Hong Kong billionaire Li Ka-shing (李嘉誠) attracted investors from Singapore, Canada and United Arab Emirates to help fund Hutchison Whampoa Ltd’s (和記黃埔) £10.25 billion (US$16 billion) O2 acquisition and create the largest wireless carrier in the UK.
An affiliate of Singapore’s GIC Pte, Canada Pension Plan Investment Board and the Abu Dhabi Investment Authority are among investors that agreed to pay a combined £2.8 billion for a third of Hutchison’s merged UK wireless business, the Hong Kong-based company said yesterday. The investors may buy an additional £330 million in shares if the O2 purchase results in some extra interest payments, it said
For Li, 86, the investments help ease the financial strains of making his biggest-ever overseas acquisition as he expands in the European mobile-phone market. The phone deal also comes as Hong Kong’s richest tycoon overhauls his business empire before handing the reins to his eldest son, Victor Li (李澤鉅).
Photo: Bloomberg
“This is a very smart play,” said Francis Lun, chief executive officer of Geo Securities Ltd in Hong Kong. “I will classify this as a prudent move so as not to leverage too high because this is a major acquisition and will use up all the company’s resources.”
Shares of Hutchison Whampoa rose 1.4 percent to HK$110.90 in Hong Kong yesterday. The stock has gained 25 percent this year, while the benchmark Hang Seng Index has increased 16 percent.
Canada’s Caisse de Depot et placement du Quebec and Brazil’s Grupo BTG Pactual are also among the co-investors.
Hutchison, which operates mobile-carrier Three, earlier this year agreed to buy O2 UK from Telefonica SA, a merger that would create Britain’s biggest wireless provider by customers.

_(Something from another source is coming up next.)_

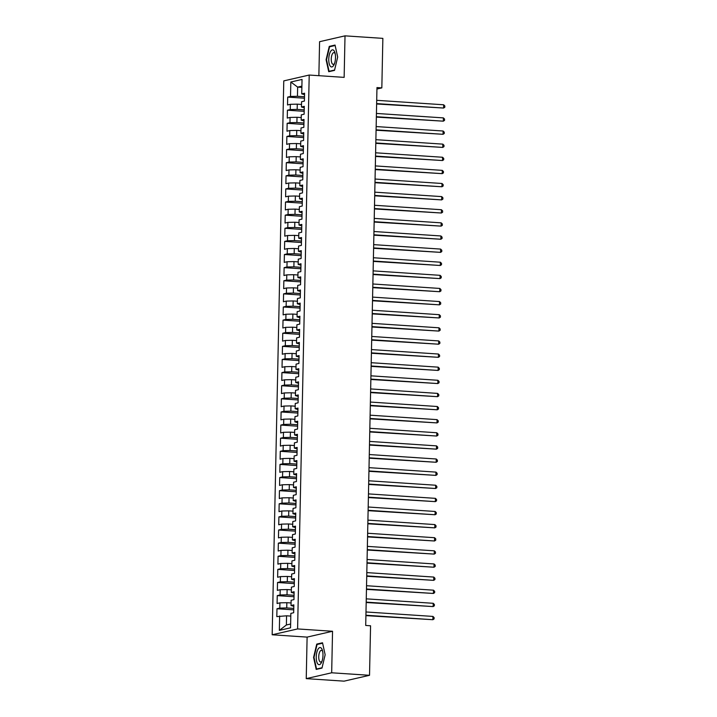<?xml version="1.0" encoding="UTF-8"?>
<svg xmlns="http://www.w3.org/2000/svg" width="717" height="717" viewBox="0 0 717 717"><rect width="100%" height="100%" fill="white"/><g stroke="black" fill="none" stroke-linecap="round" stroke-linejoin="round"><path stroke-width="1.08" d="M306.24 678.632L331.675 672.788L332.545 631.265L307.109 637.108L306.24 678.632L344.088 681.15L369.524 675.306L370.564 625.78L365.706 625.457L376.972 87.573L381.829 87.895L382.86 38.368L345.011 35.85L319.585 41.694L318.868 75.688M307.109 637.108L272.173 634.778L283.771 80.896L309.206 75.043L297.6 628.934L272.173 634.778M301.875 87.384L297.645 87.107L290.824 82.016L290.519 96.445L287.696 97.091L287.526 104.969L290.358 104.315L290.251 109.567L287.418 110.212L287.257 118.081L290.08 117.436L289.973 122.679L287.15 123.333L286.979 131.202L289.811 130.557L289.695 135.8L286.872 136.454L286.701 144.323L289.534 143.669L289.426 148.921L286.594 149.566L286.433 157.444L289.256 156.79L289.148 162.042L286.325 162.687L286.155 170.565L288.987 169.911L288.879 175.154L286.047 175.808L285.877 183.677L288.709 183.032L288.601 188.275L285.769 188.93L285.608 196.799L288.431 196.153L288.324 201.396L285.5 202.051L285.33 209.92L288.162 209.265L288.055 214.517L285.223 215.163L285.052 223.041L287.884 222.387L287.777 227.639L284.945 228.284L284.783 236.153L287.607 235.508L287.499 240.751L284.676 241.405L284.506 249.274L287.338 248.629L287.23 253.872L284.398 254.526L284.228 262.395L287.06 261.741L286.952 266.993L284.12 267.638L283.959 275.516L286.782 274.862L286.675 280.114L283.851 280.759L283.681 288.637L286.513 287.983L286.406 293.235L283.573 293.88L283.412 301.749L286.235 301.104L286.128 306.347L283.296 307.001L283.134 314.871L285.958 314.225L285.85 319.468L283.027 320.123L282.857 327.992L285.689 327.337L285.581 332.589L282.749 333.235L282.588 341.113L285.411 340.458L285.303 345.711L282.471 346.356L282.31 354.225L285.142 353.58L285.025 358.823L282.202 359.477L282.032 367.346L284.864 366.701L284.757 371.944L281.924 372.598L281.763 380.467L284.586 379.813L284.479 385.065L281.647 385.719L281.485 393.588L284.317 392.934L284.201 398.186L281.378 398.831L281.207 406.709L284.04 406.055L283.932 411.307L281.1 411.952L280.939 419.821L283.762 419.176L283.654 424.419L280.822 425.073L280.661 432.943L283.493 432.297L283.376 437.54L280.553 438.195L280.383 446.064L283.215 445.409L283.107 450.661L280.275 451.307L280.114 459.185L282.937 458.53L282.83 463.782L279.997 464.428L279.836 472.297L282.668 471.652L282.552 476.895L279.729 477.549L279.558 485.418L282.39 484.773L282.283 490.016L279.451 490.67L279.289 498.539L282.113 497.885L282.005 503.137L279.173 503.791L279.012 511.66L281.844 511.006L281.727 516.258L278.904 516.903L278.734 524.781L281.566 524.127L281.458 529.379L278.626 530.024L278.465 537.893L281.288 537.248L281.181 542.491L278.348 543.145L278.187 551.014L281.019 550.369L280.903 555.612L278.079 556.267L277.909 564.136L280.741 563.481L280.634 568.733L277.802 569.379L277.64 577.257L280.464 576.602L280.356 581.854L277.524 582.5L277.362 590.369L280.195 589.724L280.078 594.967L277.255 595.621L277.085 603.49L279.917 602.845L279.809 608.088L276.977 608.742L276.816 616.611L286.567 615.804L286.379 624.991L290.627 624.014M290.824 82.016L302.036 79.435L301.732 93.864L304.537 94.671M286.379 624.991L279.343 630.395L290.555 627.814L290.851 613.385L293.683 612.73L293.845 604.861L291.021 605.515L291.129 600.263L293.961 599.618L294.122 591.74L291.29 592.394L291.407 587.142L294.23 586.497L294.4 578.628L291.568 579.273L291.676 574.03L294.508 573.376L294.669 565.507L291.846 566.152L291.953 560.909L294.786 560.255L294.947 552.386L292.115 553.04L292.231 547.788L295.054 547.134L295.225 539.265L292.393 539.919L292.5 534.667L295.332 534.022L295.494 526.144L292.67 526.798L292.778 521.546L295.601 520.901L295.771 513.031L292.939 513.677L293.056 508.434L295.879 507.779L296.049 499.91L293.217 500.556L293.325 495.313L296.157 494.658L296.318 486.789L293.495 487.443L293.603 482.191L296.426 481.546L296.596 473.668L293.764 474.322L293.88 469.07L296.704 468.425L296.874 460.556L294.042 461.201L294.149 455.958L296.981 455.304L297.143 447.435L294.32 448.08L294.427 442.837L297.25 442.183L297.421 434.314L294.588 434.968L294.696 429.716L297.528 429.062L297.698 421.193L294.866 421.847L294.974 416.595L297.806 415.95L297.967 408.072L295.144 408.726L295.252 403.474L298.075 402.829L298.245 394.959L295.413 395.605L295.521 390.362L298.353 389.707L298.523 381.838L295.691 382.484L295.798 377.241L298.63 376.586L298.792 368.717L295.969 369.372L296.076 364.119L298.899 363.474L299.07 355.596L296.238 356.25L296.345 350.998L299.177 350.353L299.348 342.484L296.515 343.129L296.623 337.886L299.455 337.232L299.616 329.363L296.793 330.008L296.901 324.765L299.724 324.111L299.894 316.242L297.062 316.896L297.17 311.644L300.002 310.99L300.163 303.121L297.34 303.775L297.447 298.523L300.28 297.878L300.441 290L297.618 290.654L297.725 285.402L300.548 284.757L300.719 276.887L297.887 277.533L297.994 272.29L300.826 271.635L300.988 263.766L298.164 264.412L298.272 259.169L301.104 258.514L301.265 250.645L298.433 251.3L298.55 246.048L301.373 245.402L301.543 237.524L298.711 238.178L298.819 232.926L301.651 232.281L301.812 224.412L298.989 225.057L299.097 219.814L301.929 219.16L302.09 211.291L299.258 211.936L299.374 206.693L302.198 206.039L302.368 198.17L299.536 198.815L299.643 193.572L302.475 192.918L302.637 185.049L299.814 185.703L299.921 180.451L302.753 179.806L302.915 171.928L300.082 172.582L300.199 167.33L303.022 166.685L303.192 158.815L300.36 159.461L300.468 154.218L303.3 153.563L303.461 145.694L300.638 146.34L300.746 141.097L303.578 140.442L303.739 132.573L300.907 133.228L301.023 127.976L303.847 127.33L304.017 119.452L301.185 120.106L301.292 114.854L304.125 114.209L304.286 106.331L301.463 106.985L301.57 101.742L304.402 101.088L304.564 93.219L301.732 93.864M279.343 630.395L279.639 615.957M293.773 608.401L286.737 607.935L286.845 602.692L291.075 602.97M279.809 608.088L286.737 607.935M279.917 602.845L286.845 602.692M294.051 595.289L287.006 594.814L287.123 589.571L291.344 589.849M280.078 594.967L287.006 594.814M280.195 589.724L287.123 589.571M291.021 605.515L293.818 606.313M294.32 582.168L287.284 581.693L287.392 576.45L291.622 576.728M280.356 581.854L287.284 581.693M280.464 576.602L287.392 576.45M291.29 592.394L294.095 593.192M294.597 569.047L287.562 568.581L287.669 563.329L291.9 563.616M280.634 568.733L287.562 568.581M280.741 563.481L287.669 563.329M291.568 579.273L294.364 580.08M294.875 555.926L287.831 555.46L287.947 550.208L292.169 550.495M280.903 555.612L287.831 555.46M281.019 550.369L287.947 550.208M291.846 566.152L294.642 566.959M295.144 542.805L288.109 542.339L288.216 537.096L292.446 537.374M281.181 542.491L288.109 542.339M281.288 537.248L288.216 537.096M294.893 553.838L292.115 553.04M295.422 529.693L288.386 529.218L288.494 523.975L292.724 524.252M281.458 529.379L288.386 529.218M281.566 524.127L288.494 523.975M295.171 540.717L292.393 539.919M295.7 516.572L288.655 516.106L288.772 510.854L292.993 511.131M281.727 516.258L288.655 516.106M281.844 511.006L288.772 510.854M295.44 527.595L292.67 526.798M295.969 503.451L288.933 502.984L289.041 497.732L293.271 498.019M282.005 503.137L288.933 502.984M282.113 497.885L289.041 497.732M292.939 513.677L295.745 514.483M296.246 490.329L289.211 489.863L289.318 484.611L293.549 484.898M282.283 490.016L289.211 489.863M282.39 484.773L289.318 484.611M293.217 500.556L296.013 501.362M296.524 477.217L289.48 476.742L289.596 471.499L293.818 471.777M282.552 476.895L289.48 476.742M282.668 471.652L289.596 471.499M293.495 487.443L296.291 488.241M296.793 464.096L289.758 463.621L289.865 458.378L294.095 458.656M282.83 463.782L289.758 463.621M282.937 458.53L289.865 458.378M293.764 474.322L296.56 475.12M297.071 450.975L290.035 450.509L290.143 445.257L294.373 445.544M283.107 450.661L290.035 450.509M283.215 445.409L290.143 445.257M296.82 461.999L294.042 461.201M297.349 437.854L290.304 437.388L290.421 432.136L294.642 432.423M283.376 437.54L290.304 437.388M283.493 432.297L290.421 432.136M297.089 448.887L294.32 448.08M297.618 424.733L290.582 424.267L290.69 419.024L294.92 419.302M283.654 424.419L290.582 424.267M283.762 419.176L290.69 419.024M297.367 435.766L294.588 434.968M297.896 411.621L290.86 411.146L290.968 405.903L295.189 406.18M283.932 411.307L290.86 411.146M284.04 406.055L290.968 405.903M297.645 422.645L294.866 421.847M298.173 398.5L291.129 398.034L291.245 392.782L295.467 393.059M284.201 398.186L291.129 398.034M284.317 392.934L291.245 392.782M295.144 408.726L297.94 409.524M298.442 385.379L291.407 384.912L291.514 379.66L295.745 379.947M284.479 385.065L291.407 384.912M284.586 379.813L291.514 379.66M295.413 395.605L298.209 396.411M298.72 372.257L291.685 371.791L291.792 366.539L296.013 366.826M284.757 371.944L291.685 371.791M284.864 366.701L291.792 366.539M295.691 382.484L298.487 383.29M298.998 359.136L291.953 358.67L292.07 353.427L296.291 353.705M285.025 358.823L291.953 358.67M285.142 353.58L292.07 353.427M295.969 369.372L298.765 370.169M299.267 346.024L292.231 345.549L292.339 340.306L296.569 340.584M285.303 345.711L292.231 345.549M285.411 340.458L292.339 340.306M299.016 357.048L296.238 356.25M299.545 332.903L292.509 332.437L292.617 327.185L296.838 327.472M285.581 332.589L292.509 332.437M285.689 327.337L292.617 327.185M299.294 343.927L296.515 343.129M299.823 319.782L292.778 319.316L292.894 314.064L297.116 314.351M285.85 319.468L292.778 319.316M285.958 314.225L292.894 314.064M299.563 330.815L296.793 330.008M300.091 306.661L293.056 306.195L293.163 300.952L297.394 301.23M286.128 306.347L293.056 306.195M286.235 301.104L293.163 300.952M299.84 317.694L297.062 316.896M300.369 293.549L293.334 293.074L293.441 287.831L297.663 288.109M286.406 293.235L293.334 293.074M286.513 287.983L293.441 287.831M297.34 303.775L300.136 304.573M300.647 280.428L293.603 279.962L293.719 274.71L297.94 274.987M286.675 280.114L293.603 279.962M286.782 274.862L293.719 274.71M297.618 290.654L300.414 291.452M300.916 267.307L293.88 266.841L293.988 261.588L298.218 261.875M286.952 266.993L293.88 266.841M287.06 261.741L293.988 261.588M297.887 277.533L300.683 278.339M301.194 254.185L294.158 253.719L294.266 248.467L298.487 248.754M287.23 253.872L294.158 253.719M287.338 248.629L294.266 248.467M300.943 265.218L298.164 264.412M301.472 241.064L294.427 240.598L294.544 235.355L298.765 235.633M287.499 240.751L294.427 240.598M287.607 235.508L294.544 235.355M301.212 252.097L298.433 251.3M301.74 227.952L294.705 227.477L294.812 222.234L299.043 222.512M287.777 227.639L294.705 227.477M287.884 222.387L294.812 222.234M301.49 238.976L298.711 238.178M302.018 214.831L294.983 214.365L295.09 209.113L299.312 209.4M288.055 214.517L294.983 214.365M288.162 209.265L295.09 209.113M301.767 225.855L298.989 225.057M302.296 201.71L295.252 201.244L295.368 195.992L299.589 196.279M288.324 201.396L295.252 201.244M288.431 196.153L295.368 195.992M299.258 211.936L302.063 212.743M302.565 188.589L295.529 188.123L295.637 182.88L299.867 183.158M288.601 188.275L295.529 188.123M288.709 183.032L295.637 182.88M299.536 198.815L302.332 199.622M302.843 175.477L295.807 175.002L295.915 169.759L300.136 170.037M288.879 175.154L295.807 175.002M288.987 169.911L295.915 169.759M299.814 185.703L302.61 186.501M303.112 162.356L296.076 161.89L296.193 156.638L300.414 156.915M289.148 162.042L296.076 161.89M289.256 156.79L296.193 156.638M300.082 172.582L302.888 173.38M303.39 149.235L296.354 148.769L296.462 143.517L300.692 143.803M289.426 148.921L296.354 148.769M289.534 143.669L296.462 143.517M303.139 160.258L300.36 159.461M303.667 136.113L296.632 135.647L296.739 130.395L300.961 130.682M289.695 135.8L296.632 135.647M289.811 130.557L296.739 130.395M303.416 147.146L300.638 146.34M303.936 122.992L296.901 122.526L297.017 117.283L301.239 117.561M289.973 122.679L296.901 122.526M290.08 117.436L297.017 117.283M303.685 134.025L300.907 133.228M304.214 109.88L297.179 109.405L297.286 104.162L301.516 104.44M290.251 109.567L297.179 109.405M290.358 104.315L297.286 104.162M303.963 120.904L301.185 120.106M304.492 96.759L297.456 96.293L297.645 87.107L301.902 86.13M290.519 96.445L297.456 96.293M301.463 106.985L304.259 107.783M331.675 672.788L369.524 675.306M309.206 75.043L344.142 77.373L345.011 35.85M332.545 631.265L297.6 628.934M376.945 89.016L381.829 87.895M290.797 616.091L286.567 615.804M334.516 70.383L337.671 57.055L335.045 45.063L329.264 46.39L326.101 59.717L328.727 71.709L334.516 70.383M322.525 642.773L316.744 644.099L313.58 657.426L316.206 669.418L321.996 668.092L325.151 654.764L322.525 642.773M287.696 97.091L304.456 98.211M287.418 110.212L304.187 111.332M287.15 123.333L303.909 124.444M286.872 136.454L303.632 137.565M286.594 149.566L303.363 150.687M286.325 162.687L303.085 163.808M286.047 175.808L302.807 176.929M285.769 188.93L302.538 190.041M285.5 202.051L302.26 203.162M285.223 215.163L301.982 216.283M284.945 228.284L301.714 229.404M284.676 241.405L301.436 242.516M284.398 254.526L301.158 255.637M284.12 267.638L300.889 268.758M283.851 280.759L300.611 281.88M283.573 293.88L300.333 295.001M283.296 307.001L300.065 308.113M283.027 320.123L299.787 321.234M282.749 333.235L299.509 334.355M282.471 346.356L299.24 347.476M282.202 359.477L298.962 360.588M281.924 372.598L298.693 373.709M281.647 385.719L298.415 386.83M281.378 398.831L298.138 399.952M281.1 411.952L297.869 413.073M280.822 425.073L297.591 426.185M280.553 438.195L297.313 439.306M280.275 451.307L297.044 452.427M279.997 464.428L296.766 465.548M279.729 477.549L296.488 478.669M279.451 490.67L296.22 491.781M279.173 503.791L295.942 504.902M278.904 516.903L295.664 518.024M278.626 530.024L295.395 531.145M278.348 543.145L295.117 544.257M278.079 556.267L294.839 557.378M277.802 569.379L294.57 570.499M277.524 582.5L294.293 583.62M277.255 595.621L294.015 596.741M276.977 608.742L293.746 609.853M330.824 46.497L329.264 46.39M318.303 644.207L316.744 644.099M376.631 103.983L443.59 108.052L376.64 103.598M443.662 104.781L444.827 105.955L444.8 107.263L443.59 108.052L443.662 104.781L376.712 100.317M376.353 117.104L443.321 121.173L376.362 116.719M443.384 117.893L444.558 119.076L444.531 120.384L443.321 121.173L443.384 117.893L376.434 113.438M376.084 130.225L443.043 134.294L376.093 129.84M443.115 131.014L444.28 132.197L444.253 133.505L443.043 134.294L443.115 131.014L376.156 126.559M333.665 65.399A8.577 3.334 -86.2 0 0 334.176 64.405A8.577 3.334 -86.2 0 0 334.956 52.726A8.577 3.334 -86.2 0 0 330.6 51.409A8.577 3.334 -86.2 0 0 329.121 63.338A8.577 3.334 -86.2 0 0 333.665 65.399M335.215 53.838A5.87 2.285 -86.2 0 0 333.952 52.637A5.87 2.285 -86.2 0 0 332.518 53.703A5.87 2.285 -86.2 0 0 331.281 60.201A5.87 2.285 -86.2 0 0 333.172 64.36A5.87 2.285 -86.2 0 0 334.579 63.338M334.597 70.042L329.067 71.315L326.522 59.69L329.587 46.784L335.144 45.503M330.152 71.386L329.067 71.315M321.144 663.108A8.577 3.334 -86.2 0 0 321.655 662.105A8.577 3.334 -86.2 0 0 322.435 650.436A8.577 3.334 -86.2 0 0 318.079 649.109A8.577 3.334 -86.2 0 0 316.6 661.047A8.577 3.334 -86.2 0 0 321.144 663.108M322.695 651.538A5.87 2.285 -86.2 0 0 321.431 650.346A5.87 2.285 -86.2 0 0 319.997 651.412A5.87 2.285 -86.2 0 0 318.76 657.901A5.87 2.285 -86.2 0 0 320.651 662.069A5.87 2.285 -86.2 0 0 322.058 661.047M322.076 667.751L316.547 669.024L314.001 657.399L317.066 644.484L322.623 643.212M317.631 669.095L316.547 669.024M375.807 143.337L442.765 147.415L375.816 142.952M442.837 144.135L444.002 145.309L443.975 146.626L442.765 147.415L442.837 144.135L375.887 139.672M375.529 156.458L442.497 160.536L375.538 156.073M442.559 157.256L443.733 158.43L443.706 159.748L442.497 160.536L442.559 157.256L375.609 152.793M375.26 169.579L442.219 173.648L375.269 169.194M442.29 170.368L443.456 171.551L443.429 172.86L442.219 173.648L442.29 170.368L375.332 165.914M374.982 182.701L441.941 186.77L374.991 182.315M442.013 183.489L443.178 184.672L443.151 185.981L441.941 186.77L442.013 183.489L375.063 179.035M374.704 195.813L441.672 199.891L374.713 195.436M441.735 196.61L442.909 197.784L442.882 199.102L441.672 199.891L441.735 196.61L374.785 192.156M374.435 208.934L441.394 213.012L374.444 208.548M441.466 209.731L442.631 210.906L442.604 212.223L441.394 213.012L441.466 209.731L374.507 205.268M374.157 222.055L441.116 226.124L374.166 221.67M441.188 222.853L442.353 224.027L442.326 225.335L441.116 226.124L441.188 222.853L374.238 218.389M373.88 235.176L440.847 239.245L373.889 234.791M440.91 235.965L442.084 237.148L442.057 238.456L440.847 239.245L440.91 235.965L373.96 231.51M373.611 248.297L440.57 252.366L373.62 247.912M440.641 249.086L441.806 250.269L441.78 251.577L440.57 252.366L440.641 249.086L373.682 244.631M373.333 261.409L440.301 265.487L373.342 261.024M440.363 262.207L441.529 263.381L441.502 264.698L440.301 265.487L440.363 262.207L373.414 257.753M373.055 274.53L440.023 278.608L373.064 274.145M440.095 275.328L441.26 276.502L441.233 277.82L440.023 278.608L440.095 275.328L373.136 270.865M372.786 287.651L439.745 291.72L372.795 287.266M439.817 288.44L440.982 289.623L440.955 290.932L439.745 291.72L439.817 288.44L372.858 283.986M372.508 300.773L439.476 304.842L372.517 300.387M439.539 301.561L440.704 302.744L440.677 304.053L439.476 304.842L439.539 301.561L372.589 297.107M372.231 313.885L439.198 317.963L372.24 313.508M439.27 314.682L440.435 315.856L440.408 317.174L439.198 317.963L439.27 314.682L372.311 310.228M371.962 327.006L438.921 331.084L371.971 326.62M438.992 327.803L440.157 328.978L440.13 330.295L438.921 331.084L438.992 327.803L372.033 323.34M371.684 340.127L438.652 344.205L371.693 339.741M438.714 340.925L439.88 342.099L439.853 343.407L438.652 344.205L438.714 340.925L371.764 336.461M371.406 353.248L438.374 357.317L371.415 352.863M438.445 354.037L439.611 355.22L439.584 356.528L438.374 357.317L438.445 354.037L371.487 349.582M371.137 366.369L438.096 370.438L371.146 365.984M438.168 367.158L439.333 368.341L439.306 369.649L438.096 370.438L438.168 367.158L371.209 362.703M370.859 379.481L437.827 383.559L370.868 379.096M437.89 380.279L439.055 381.453L439.028 382.77L437.827 383.559L437.89 380.279L370.94 375.825M370.581 392.602L437.549 396.68L370.59 392.217M437.621 393.4L438.786 394.574L438.759 395.892L437.549 396.68L437.621 393.4L370.662 388.937M370.313 405.723L437.271 409.792L370.322 405.338M437.343 406.512L438.508 407.695L438.481 409.004L437.271 409.792L437.343 406.512L370.384 402.058M370.035 418.845L437.003 422.913L370.044 418.459M437.065 419.633L438.23 420.816L438.204 422.125L437.003 422.913L437.065 419.633L370.115 415.179M369.757 431.957L436.725 436.035L369.766 431.58M436.796 432.754L437.962 433.937L437.935 435.246L436.725 436.035L436.796 432.754L369.838 428.3M369.488 445.078L436.447 449.156L369.497 444.692M436.519 445.875L437.684 447.05L437.657 448.367L436.447 449.156L436.519 445.875L369.56 441.412M369.21 458.199L436.178 462.277L369.219 457.813M436.241 458.997L437.406 460.171L437.379 461.479L436.178 462.277L436.241 458.997L369.291 454.533M368.932 471.32L435.9 475.389L368.941 470.935M435.972 472.109L437.137 473.292L437.11 474.6L435.9 475.389L435.972 472.109L369.013 467.654M368.663 484.441L435.622 488.51L368.672 484.056M435.694 485.23L436.859 486.413L436.832 487.721L435.622 488.51L435.694 485.23L368.735 480.775M368.386 497.553L435.353 501.631L368.395 497.168M435.416 498.351L436.581 499.525L436.554 500.842L435.353 501.631L435.416 498.351L368.466 493.896M368.108 510.674L435.076 514.752L368.117 510.289M435.147 511.472L436.312 512.646L436.286 513.964L435.076 514.752L435.147 511.472L368.188 507.009M367.839 523.795L434.798 527.864L367.848 523.41M434.869 524.584L436.035 525.767L436.008 527.076L434.798 527.864L434.869 524.584L367.911 520.13M367.561 536.916L434.529 540.985L367.57 536.531M434.592 537.705L435.757 538.888L435.73 540.197L434.529 540.985L434.592 537.705L367.642 533.251M367.283 550.029L434.251 554.107L367.292 549.652M434.323 550.826L435.488 552.009L435.461 553.318L434.251 554.107L434.323 550.826L367.364 546.372M367.014 563.15L433.973 567.228L367.023 562.764M434.045 563.947L435.21 565.121L435.183 566.439L433.973 567.228L434.045 563.947L367.086 559.484M366.737 576.271L433.704 580.349L366.745 575.885M433.767 577.068L434.941 578.243L434.905 579.551L433.704 580.349L433.767 577.068L366.817 572.605M366.459 589.392L433.427 593.461L366.468 589.007M433.498 590.181L434.663 591.364L434.636 592.672L433.427 593.461L433.498 590.181L366.539 585.726M366.19 602.513L433.149 606.582L366.199 602.128M433.22 603.302L434.385 604.485L434.359 605.793L433.149 606.582L433.22 603.302L366.262 598.847M365.912 615.625L432.88 619.703L365.921 615.249M432.943 616.423L434.117 617.597L434.081 618.914L432.88 619.703L432.943 616.423L365.993 611.968"/></g></svg>

O2 said in March regulatory approvals might take a year, while Telefonica said it expected the transaction to be completed by June next year. When Hutchison merges its Three mobile business with O2, the combined entity will have about 30 million subscribers.
The deal — creating a company that serves 44 percent of all UK mobile-phone subscribers — deepens a push into the European telecommunications industry that Hutchison entered more than a decade ago.
While rising demand for faster mobile connections has helped Hutchison sign up users, offerings combining TV, Internet, landline and wireless service have recently gained popularity in Europe as consumers access video, music and social media on multiple devices.
The bundle gives operators a chance to discount services to attract new customers, and selling more than one product makes subscribers less likely to leave. Fewer than 2 percent of UK households bought all four services together, according to a report by regulator Ofcom last year.
Li is merging his two biggest companies and plans to spin off their real-estate assets into a separate unit later this year.